3 notes · View notes
dustedmagazine · 1 year
Text
Lonnie Holley — Oh Me Oh My (Jagjaguwar)
Tumblr media
youtube
Lonnie Holley has led a life that posed considerable challenges. An orphan who spent time as the adopted child of a burlesque dancer and much of the rest of his childhood in Alabama Industrial School for Negro Children, an institution even more hellish than what one might imagine, early on Holley endured a great deal of abuse. Challenges were not to end there, and without the artistic pursuits to which he has been devoted, a conduit for purging the demons of his life, one wonders what might have happened to Holley. Fortunately, he has carved a poly-artist career as a highly regarded visual artist, poet, and vocalist.

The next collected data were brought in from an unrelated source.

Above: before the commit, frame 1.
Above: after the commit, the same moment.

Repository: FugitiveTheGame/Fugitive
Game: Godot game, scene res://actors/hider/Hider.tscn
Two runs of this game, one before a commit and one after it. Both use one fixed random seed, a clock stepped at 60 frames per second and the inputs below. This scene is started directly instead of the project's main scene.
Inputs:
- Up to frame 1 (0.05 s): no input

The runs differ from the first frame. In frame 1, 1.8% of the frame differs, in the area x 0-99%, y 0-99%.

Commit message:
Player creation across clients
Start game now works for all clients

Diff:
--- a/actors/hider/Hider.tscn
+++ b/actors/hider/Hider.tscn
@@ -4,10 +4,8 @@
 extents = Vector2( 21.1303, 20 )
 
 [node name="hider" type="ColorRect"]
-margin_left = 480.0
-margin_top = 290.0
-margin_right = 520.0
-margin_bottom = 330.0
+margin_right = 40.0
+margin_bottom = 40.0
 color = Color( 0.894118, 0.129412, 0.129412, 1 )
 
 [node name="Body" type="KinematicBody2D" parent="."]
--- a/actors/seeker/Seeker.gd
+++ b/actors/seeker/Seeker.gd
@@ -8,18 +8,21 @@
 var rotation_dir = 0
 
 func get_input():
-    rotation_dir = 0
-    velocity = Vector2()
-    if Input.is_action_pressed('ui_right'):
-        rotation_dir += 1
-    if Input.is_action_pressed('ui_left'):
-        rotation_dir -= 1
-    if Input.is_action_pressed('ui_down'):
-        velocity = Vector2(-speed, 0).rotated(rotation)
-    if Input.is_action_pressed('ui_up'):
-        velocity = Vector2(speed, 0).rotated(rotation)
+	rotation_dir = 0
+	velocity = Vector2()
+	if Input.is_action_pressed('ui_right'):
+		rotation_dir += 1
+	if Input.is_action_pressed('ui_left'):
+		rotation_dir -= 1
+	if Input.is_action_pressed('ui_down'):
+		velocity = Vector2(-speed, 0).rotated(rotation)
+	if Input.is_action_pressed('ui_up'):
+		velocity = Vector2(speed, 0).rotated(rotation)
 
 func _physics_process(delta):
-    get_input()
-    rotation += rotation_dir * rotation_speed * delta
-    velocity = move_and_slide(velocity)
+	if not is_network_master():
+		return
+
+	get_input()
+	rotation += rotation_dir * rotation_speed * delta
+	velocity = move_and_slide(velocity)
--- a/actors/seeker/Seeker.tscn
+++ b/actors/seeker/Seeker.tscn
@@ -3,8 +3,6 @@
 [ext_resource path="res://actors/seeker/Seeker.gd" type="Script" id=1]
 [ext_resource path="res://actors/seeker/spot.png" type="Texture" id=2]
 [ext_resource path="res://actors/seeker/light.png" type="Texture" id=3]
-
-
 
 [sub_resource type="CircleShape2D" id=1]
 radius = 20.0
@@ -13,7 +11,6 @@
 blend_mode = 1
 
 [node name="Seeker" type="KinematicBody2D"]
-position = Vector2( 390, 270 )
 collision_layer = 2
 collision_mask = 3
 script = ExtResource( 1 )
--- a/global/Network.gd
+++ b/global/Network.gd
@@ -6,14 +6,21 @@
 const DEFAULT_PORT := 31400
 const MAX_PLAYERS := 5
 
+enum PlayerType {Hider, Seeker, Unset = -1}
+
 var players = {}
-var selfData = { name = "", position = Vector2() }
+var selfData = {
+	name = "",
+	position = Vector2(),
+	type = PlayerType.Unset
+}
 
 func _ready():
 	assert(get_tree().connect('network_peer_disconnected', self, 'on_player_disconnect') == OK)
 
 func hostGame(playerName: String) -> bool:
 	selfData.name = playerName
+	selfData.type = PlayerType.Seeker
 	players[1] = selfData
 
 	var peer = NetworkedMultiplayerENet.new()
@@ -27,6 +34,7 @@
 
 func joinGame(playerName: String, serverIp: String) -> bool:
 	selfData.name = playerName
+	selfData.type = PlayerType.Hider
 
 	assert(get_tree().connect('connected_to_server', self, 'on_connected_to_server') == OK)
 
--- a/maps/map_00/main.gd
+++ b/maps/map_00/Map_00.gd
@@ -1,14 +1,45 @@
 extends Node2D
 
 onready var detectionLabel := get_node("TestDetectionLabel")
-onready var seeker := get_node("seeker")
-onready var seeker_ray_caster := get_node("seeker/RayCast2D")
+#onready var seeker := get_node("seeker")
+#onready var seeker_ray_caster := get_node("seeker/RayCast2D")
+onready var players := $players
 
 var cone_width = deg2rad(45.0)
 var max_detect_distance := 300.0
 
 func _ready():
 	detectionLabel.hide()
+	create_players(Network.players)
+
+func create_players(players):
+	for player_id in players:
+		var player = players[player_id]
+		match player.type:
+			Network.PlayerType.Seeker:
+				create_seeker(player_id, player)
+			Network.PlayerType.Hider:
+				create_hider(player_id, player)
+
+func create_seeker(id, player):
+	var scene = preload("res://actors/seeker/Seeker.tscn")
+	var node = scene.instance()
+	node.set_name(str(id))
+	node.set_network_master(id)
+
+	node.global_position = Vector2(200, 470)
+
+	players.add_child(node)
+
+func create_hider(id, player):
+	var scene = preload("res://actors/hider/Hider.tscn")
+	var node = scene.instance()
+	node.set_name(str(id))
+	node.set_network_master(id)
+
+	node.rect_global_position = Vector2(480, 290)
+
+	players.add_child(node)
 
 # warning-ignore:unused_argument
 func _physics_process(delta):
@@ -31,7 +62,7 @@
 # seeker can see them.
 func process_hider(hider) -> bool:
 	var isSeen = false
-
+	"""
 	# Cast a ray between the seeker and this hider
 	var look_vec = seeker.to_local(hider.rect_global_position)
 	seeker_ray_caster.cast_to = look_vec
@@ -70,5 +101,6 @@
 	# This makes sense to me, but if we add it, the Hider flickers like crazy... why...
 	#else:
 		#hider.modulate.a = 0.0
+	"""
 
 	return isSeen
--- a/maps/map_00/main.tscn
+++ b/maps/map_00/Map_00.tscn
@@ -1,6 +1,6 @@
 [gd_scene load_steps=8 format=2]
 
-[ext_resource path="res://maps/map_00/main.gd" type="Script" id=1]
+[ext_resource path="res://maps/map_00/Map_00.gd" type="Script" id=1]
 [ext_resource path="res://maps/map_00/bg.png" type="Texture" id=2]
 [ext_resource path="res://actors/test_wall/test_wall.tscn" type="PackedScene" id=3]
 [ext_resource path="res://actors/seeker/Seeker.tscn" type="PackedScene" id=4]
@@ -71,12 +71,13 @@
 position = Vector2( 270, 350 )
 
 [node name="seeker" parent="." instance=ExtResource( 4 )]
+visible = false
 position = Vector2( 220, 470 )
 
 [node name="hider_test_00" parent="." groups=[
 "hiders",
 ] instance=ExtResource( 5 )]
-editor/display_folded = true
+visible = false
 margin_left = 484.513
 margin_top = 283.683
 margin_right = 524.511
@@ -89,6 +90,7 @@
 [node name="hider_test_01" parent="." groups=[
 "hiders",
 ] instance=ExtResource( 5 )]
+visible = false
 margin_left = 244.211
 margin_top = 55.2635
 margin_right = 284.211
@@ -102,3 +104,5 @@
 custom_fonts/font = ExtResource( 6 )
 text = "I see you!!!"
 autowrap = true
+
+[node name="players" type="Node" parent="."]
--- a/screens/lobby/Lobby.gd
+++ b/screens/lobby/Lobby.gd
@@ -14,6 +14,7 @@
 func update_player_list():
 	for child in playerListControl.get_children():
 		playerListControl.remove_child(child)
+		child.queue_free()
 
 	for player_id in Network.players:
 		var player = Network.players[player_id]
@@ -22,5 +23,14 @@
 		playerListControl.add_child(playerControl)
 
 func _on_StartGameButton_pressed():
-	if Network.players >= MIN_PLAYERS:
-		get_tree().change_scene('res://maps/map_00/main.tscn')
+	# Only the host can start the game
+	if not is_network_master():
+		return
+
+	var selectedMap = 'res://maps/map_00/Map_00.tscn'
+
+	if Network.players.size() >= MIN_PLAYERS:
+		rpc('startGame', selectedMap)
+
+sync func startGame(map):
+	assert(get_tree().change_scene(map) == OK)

Holley has frequently been categorized as a bluesman, and his emotive, raspy pipes are well suited to the blues. On his latest Jagjaguwar recording, Oh Me Oh My, he presents his voice in an expansive set of contexts that transcend traditional blues stylings. The list of artists who make guest appearances speaks to the respect with which Holley is regarded. Moor Mother, Michael Stipe, Sharon van Etten, Bon Iver, Rokia Koné, and Jeff Parker lend their talents to Oh Me Oh My, affording its arrangements and production a mutability that supports, never dilutes, Holley’s aesthetic. For instance, the title track features Stipe singing layered backing vocals, making a refrain over which Holley sings verses about his history and joins with Stipe in the chorus. The effect is haunting. Bon Iver joins Holley on “Kindness Will Follow Your Tears,” creating a swath of group singing and synth keyboards that buoy the lead vocals. Holley frequently bends pitches, modulating sustained notes to wring every last piece of emotion out of them. 
Moor Mother guests on two tracks: “I Am a Part of the Wonder” and “Earth Will Be There,” adorning the first with rasped rapping, trumpet, pitched percussion, and mid-tempo beats. The second begins with thrumming bass, bodily in its impact, and Holley’s spoken word. The synthesizers expand their range against metallic percussion. Holley’s voice gradually moves from speech to song. Partway through, the beat drops, a horn section is added, and the vocalist sings a refrain that, by itself, could be a hook, but here is part of a kaleidoscope of sounds. There is a sizable section of Moor Mother’s spoken word with Holley vocalizing in the background. He then takes center stage, once again singing the refrain, which is followed by the full ensemble, now with backing vocalists, creating a rousing coda. It is a fulsome, polystylistic brew. 
Holley without guest stars is no less compelling. Particularly moving is “Mount Meigs,” where he recounts the abuse of his troubled childhood. Accompanied by searing electric guitar and a thunderous rhythm section, the song uses the blues to express inconsolable suffering. There are few who rival Holley in the ability to so viscerally share the depredations of the Deep South in the 1950s and 1960s. The recording closes with a surprising twist. “Future Children '' features a Holley through a vocoder, minimalist synth arpeggios, and solo soprano saxophone. Taking a page from Philip Glass may not be as futuristic as the artist supposes, but the spaciness of it suggests that Holley may be looking to the future as well as channeling the past. For him, and for us, that is good news.